Kur’an’da anlatılan resul kıssalarını kronolojik olarak okuduğumuzda fiili olarak risaletini icra eden ilk resulün Nuh olduğunu görmekteyiz. Resmi tarihe göre Nuh Sümerlerle muhatap olmuş bir resuldür. Nitekim destanın içinde Nuh tufanına benzer şeylerin olduğu herkesin malumudur sanırım.

Bu durumda Gılgamış destanının yazım zamanını yıl, ay, gün, saat olarak ifade edemiyor olsak bile yazılmasının ‘NUH sonrası’ olduğunu söylememizde bir beis olmasa gerektir.

Resullerin tamamı risalet sahibidir. Onlara “resul” denmesi de zaten bu risalet sebebiyledir.

‘Nuh’ ile ‘kitap’ kelimelerini yan yana getirebileceğimiz ayetler de mevcuttur. Mesela, Hadid suresi 26. ayet.

Her ne kadar o ayette direkt olarak Nuh değil, zürriyeti işin içine dahil ediliyor olsa da ‘kitap’ yani yazılı belge ile Nuh’u ayırmak mümkün değildir.

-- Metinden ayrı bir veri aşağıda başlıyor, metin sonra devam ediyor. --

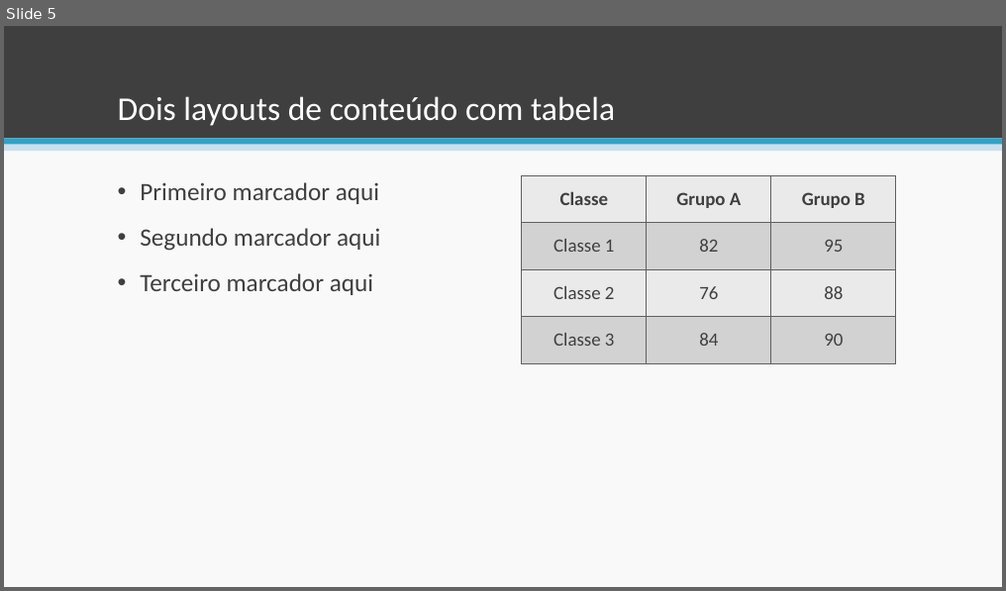
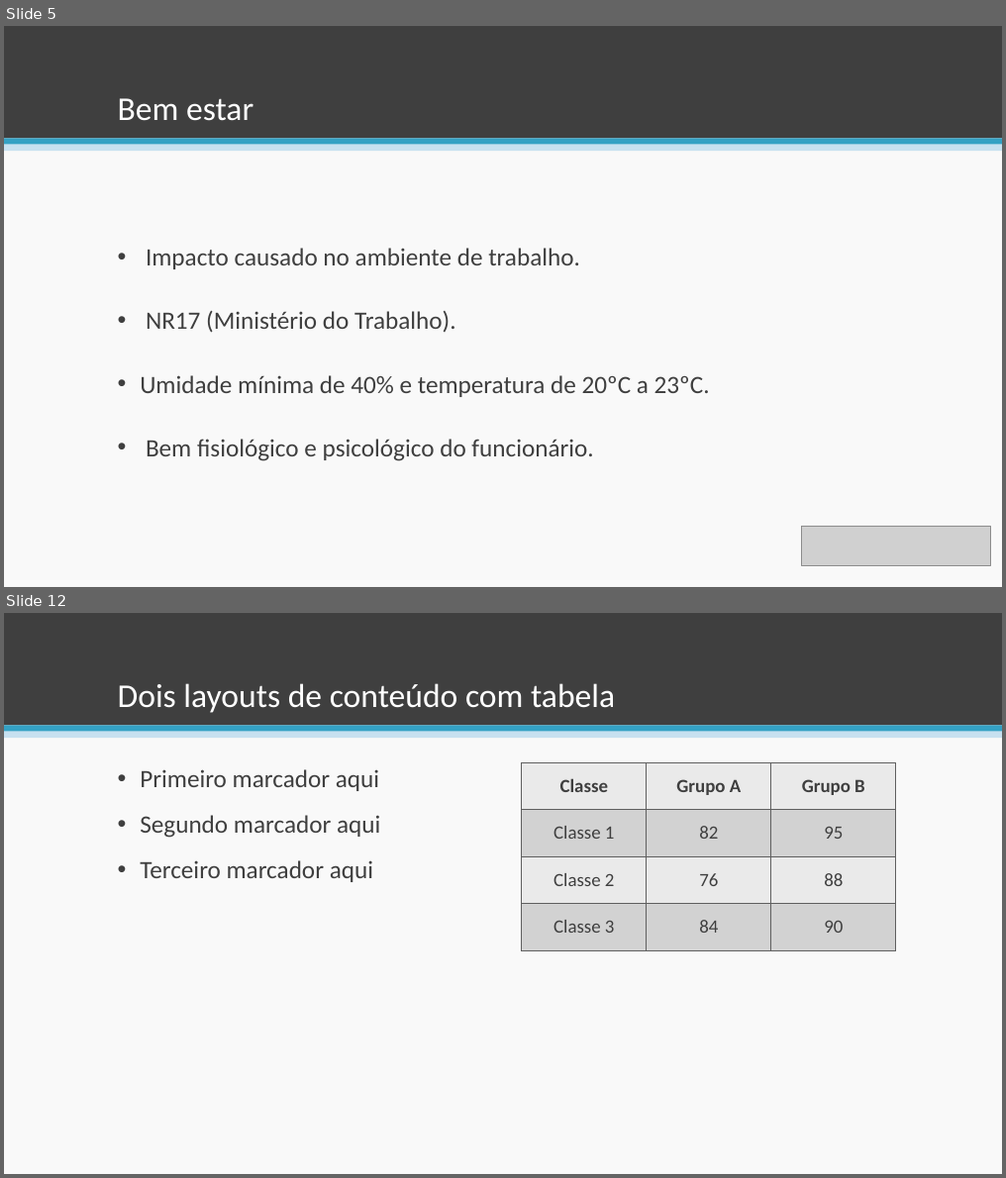
Before and after one commit to esteves-esta/TechHumi, a slide deck: documentacao/PowerPoint.pptx. Shown one above the other, each under a label of ours: slide 5 before the commit, slides 5 and 12 after it; the slides between them are not shown. The pictures are 1006x591 and 1006x1178 pixels, drawn with LibreOffice and Linux fonts; fonts in the diff are those of the drawing; grey boxes stand for pictures. Boxes give left, top, right and bottom in pixels: in the first picture for what was removed or moved away, otherwise in the second. Text is boxed around its words. In the diff, an @@ line names an element or a change of style, - is before the commit and + after.

```diff
--- a/documentacao/PowerPoint.pptx
+++ b/documentacao/PowerPoint.pptx
@@ slide 5 added at <box>4,26,1002,587</box>, background #F9F9F9; not listed: 3 template elements that a slide beside it also shows @@
@@ title added at <box>118,98,253,121</box>, 32 pt, text #FFFFFF @@
+Bem estar
@@ text added at <box>140,248,710,462</box>, 24 pt, text #3F3F3F @@
+• Impacto causado no ambiente de trabalho.
+• NR17 (Ministério do Trabalho).
+• Umidade mínima de 40% e temperatura de 20ºC a 23ºC.
+• Bem fisiológico e psicológico do funcionário.
@@ picture added at <box>801,526,991,566</box> @@
@@ what was slide 5 is now slide 12 @@
```
Also in this commit, not shown: 2 slides changed, 8 other slides added, 3 slides removed.

Mesela ona “Gemiyi sana vahyettiğimize göre yap.” denmektedir. Bırakın gemi yapımını, sandal yapımı bile çok çeşitli ölçü ve şekillerin kullanıldığı bir iştir. Bu ölçülerin kafada taşınması mümkündür elbette ama bu bile ancak ve ancak yıllar alan bir tecrübeden sonra mümkündür.

“Gemiyi sana vahyettiğimize göre yap.” cümlesindeki “yap” kelimesi orijinal metinde kök harfleri ‘sad+nun+ayn’ olan bir kelimedir. Bu kelime, bir şeyi basitçe yapmak değil bir tasarıya göre yapmaktır. Yani bu kelime, “tasarısı olan bir şeyi yapmayı” ifade eden bir kelimedir. Bu durumda Nuh’a bu fiil ile emir verilerek “gemi yapmasını” söylemek aslında “Projeye göre yap.” anlamını içermektedir.

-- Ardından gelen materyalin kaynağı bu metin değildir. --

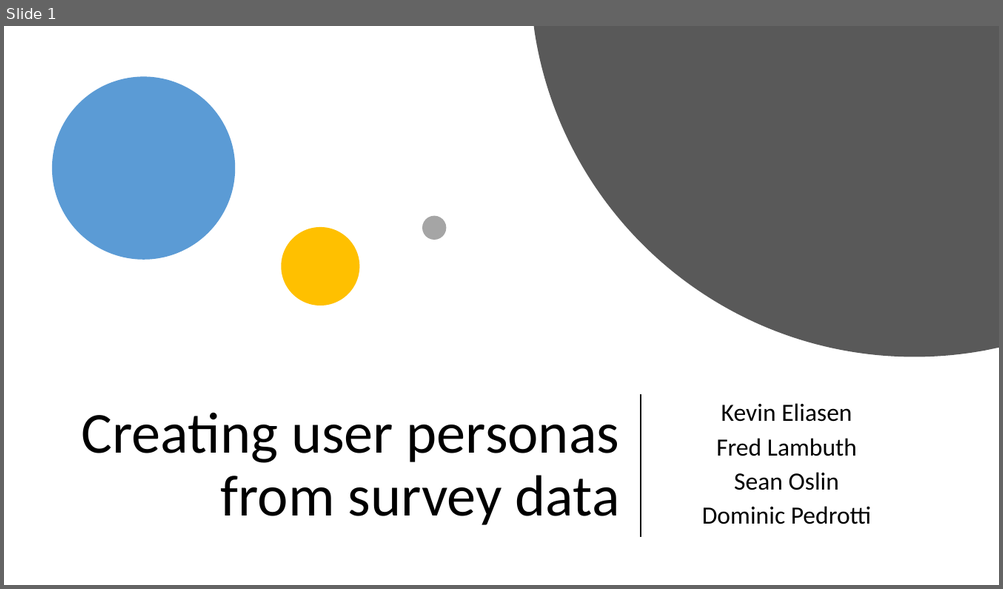
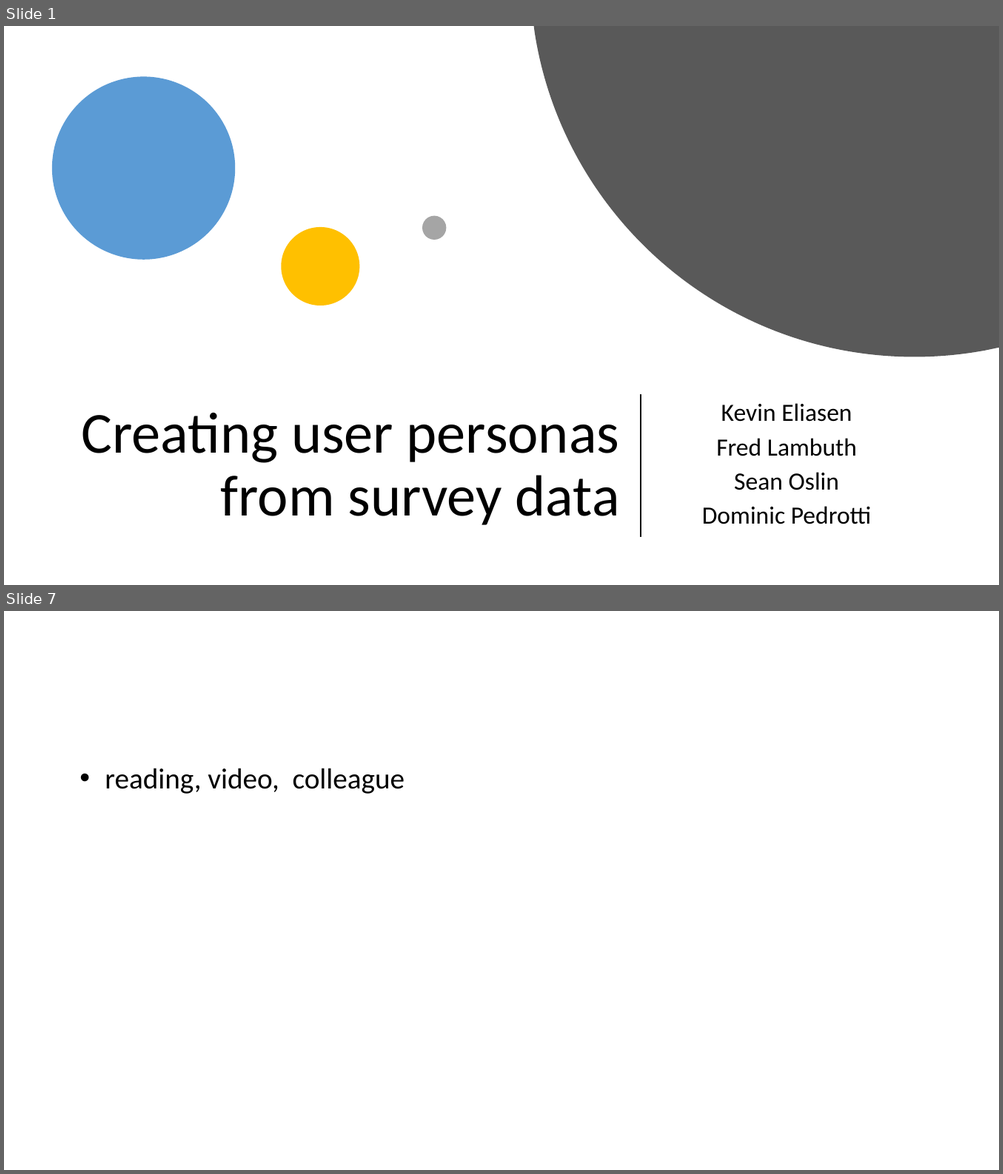
Before and after one commit to PersonaPredicta/Survey_Says..., a slide deck: established_personas.pptx. Shown one above the other, each under a label of ours: slide 1 before the commit, slides 1 and 7 after it; the slides between them are not shown. The pictures are 1003x589 and 1003x1174 pixels, drawn with LibreOffice and Linux fonts; fonts in the diff are those of the drawing. Boxes give left, top, right and bottom in pixels: in the first picture for what was removed or moved away, otherwise in the second. Text is boxed around its words. In the diff, an @@ line names an element or a change of style, - is before the commit and + after.

```diff
--- a/established_personas.pptx
+++ b/established_personas.pptx
@@ slide 7 added at (4,611,999,1170), background #FFFFFF @@
@@ text added at (105,768,404,794), 28 pt, text #000000 @@
+• reading, video, colleague
```
Also in this commit, not shown: 5 slides changed.

Tek başına bu bile ortada kâğıda/deriye veya başka bir malzeme üzerine çizilmiş bir aslın olduğunu anlamaya yeterlidir fakat bu asıl öyle bir asıldır ki okuyanın ona bağlı kalması, onun ilke ve kurallarına göre şekiller ve ölçüler çıkarması zorunludur.

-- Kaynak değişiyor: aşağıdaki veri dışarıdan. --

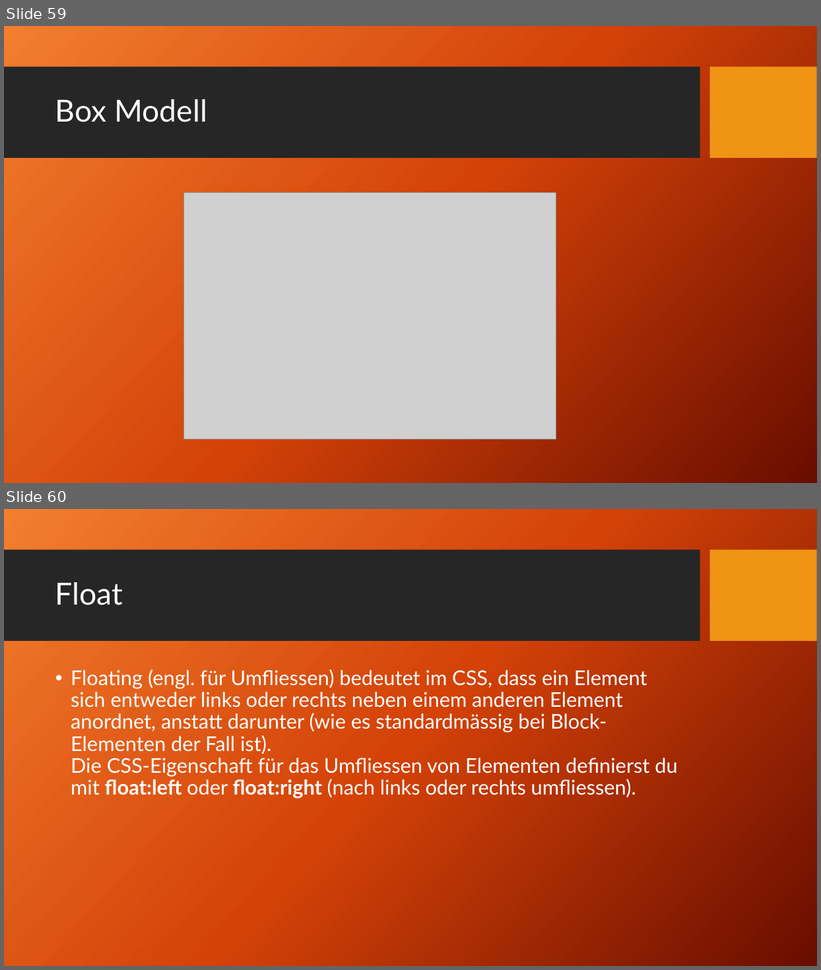
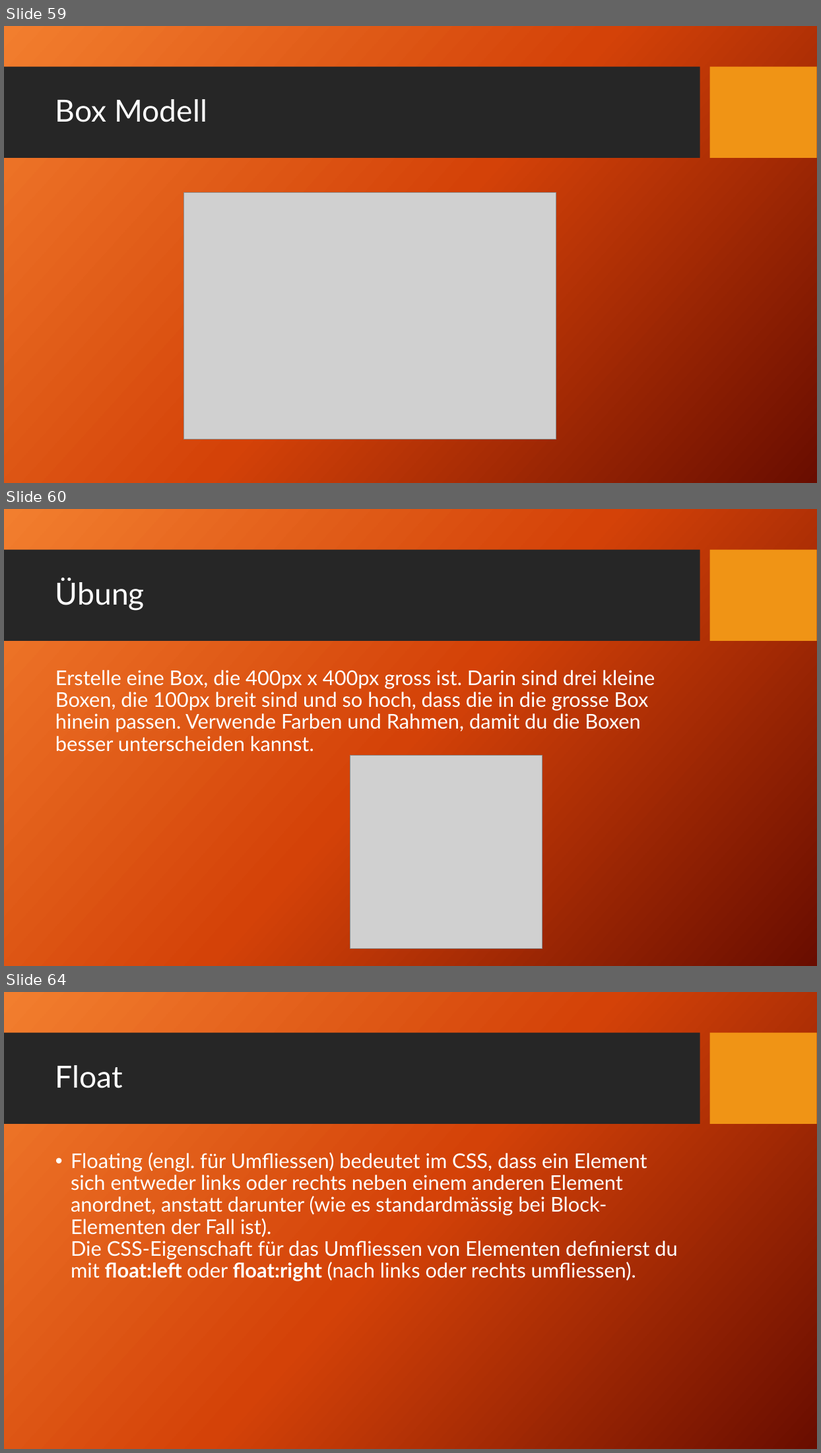
Before and after one commit to TomFrey/htmlCssBasicUebungen, a slide deck: html Schulung.pptx. Shown one above the other, each under a label of ours: slides 59 and 60 before the commit, slides 59, 60 and 64 after it; the slides between them are not shown. The pictures are 821x970 and 821x1453 pixels, drawn with LibreOffice and Linux fonts; fonts in the diff are those of the drawing; grey boxes stand for pictures; background and template pictures are left out. Boxes give left, top, right and bottom in pixels: in the first picture for what was removed or moved away, otherwise in the second. Text is boxed around its words. In the diff, an @@ line names an element or a change of style, - is before the commit and + after.

Commit message:
BoxModel Übung hinzugefügt / Folien für Boxmodell und collapsing margins

```diff
--- a/html Schulung.pptx
+++ b/html Schulung.pptx
@@ slide 60 added at <box>4,509,817,966</box>, background picture (left out); not listed: 2 template elements that a slide beside it also shows @@
@@ title added at <box>55,578,145,611</box>, 36 pt, text #FFFFFF @@
+Übung
@@ text added at <box>55,670,655,752</box>, 24 pt, text #FFFFFF @@
+Erstelle eine Box, die 400px x 400px gross ist. Darin sind drei kleine Boxen, die 100px breit sind und so hoch, dass die in die grosse Box hinein passen. Verwende Farben und Rahmen, damit du die Boxen besser unterscheiden kannst.
@@ picture added at <box>350,756,543,949</box> @@
@@ what was slide 60 is now slide 64 @@
```
Also in this commit, not shown: 3 other slides added, 10 other files.

Zaten “vahyimize göre” denmesi “Sakın bir ekleme ve çıkarma yapma, sakın ona aykırı bir ölçü veya şekil çıkarma.” anlamına gelmektedir.

İşte sadece gemi yaparken bir asla bağlı kalınarak davranış belirleme aslında YAZININ da işlevidir.

Resul kıssaları ve yazının rolü

Nuh’a bir kitap verilmediğini varsaysak bile -ki bu yanlıştır- gemi yapımı için ona proje verilmesi, eğer Sümerler Nuh’un muhatabıysa ve Gılgamış destanları da Nuh’tan sonra yazılan ilk belgeyse, ‘Yazı’ denilen şeyin Nuh ile insanlığa geçtiği kesinlik kazanmaktadır yani toplumu, insanları bir yazılı belgeye isnaden yönlendirme fikri.

Yazının değerini Nuh ile öğrenen insanlık, bu değeri Yüce Allah’ın dinine karşı kullanmış, bir nevi O’nu taklit etmiştir.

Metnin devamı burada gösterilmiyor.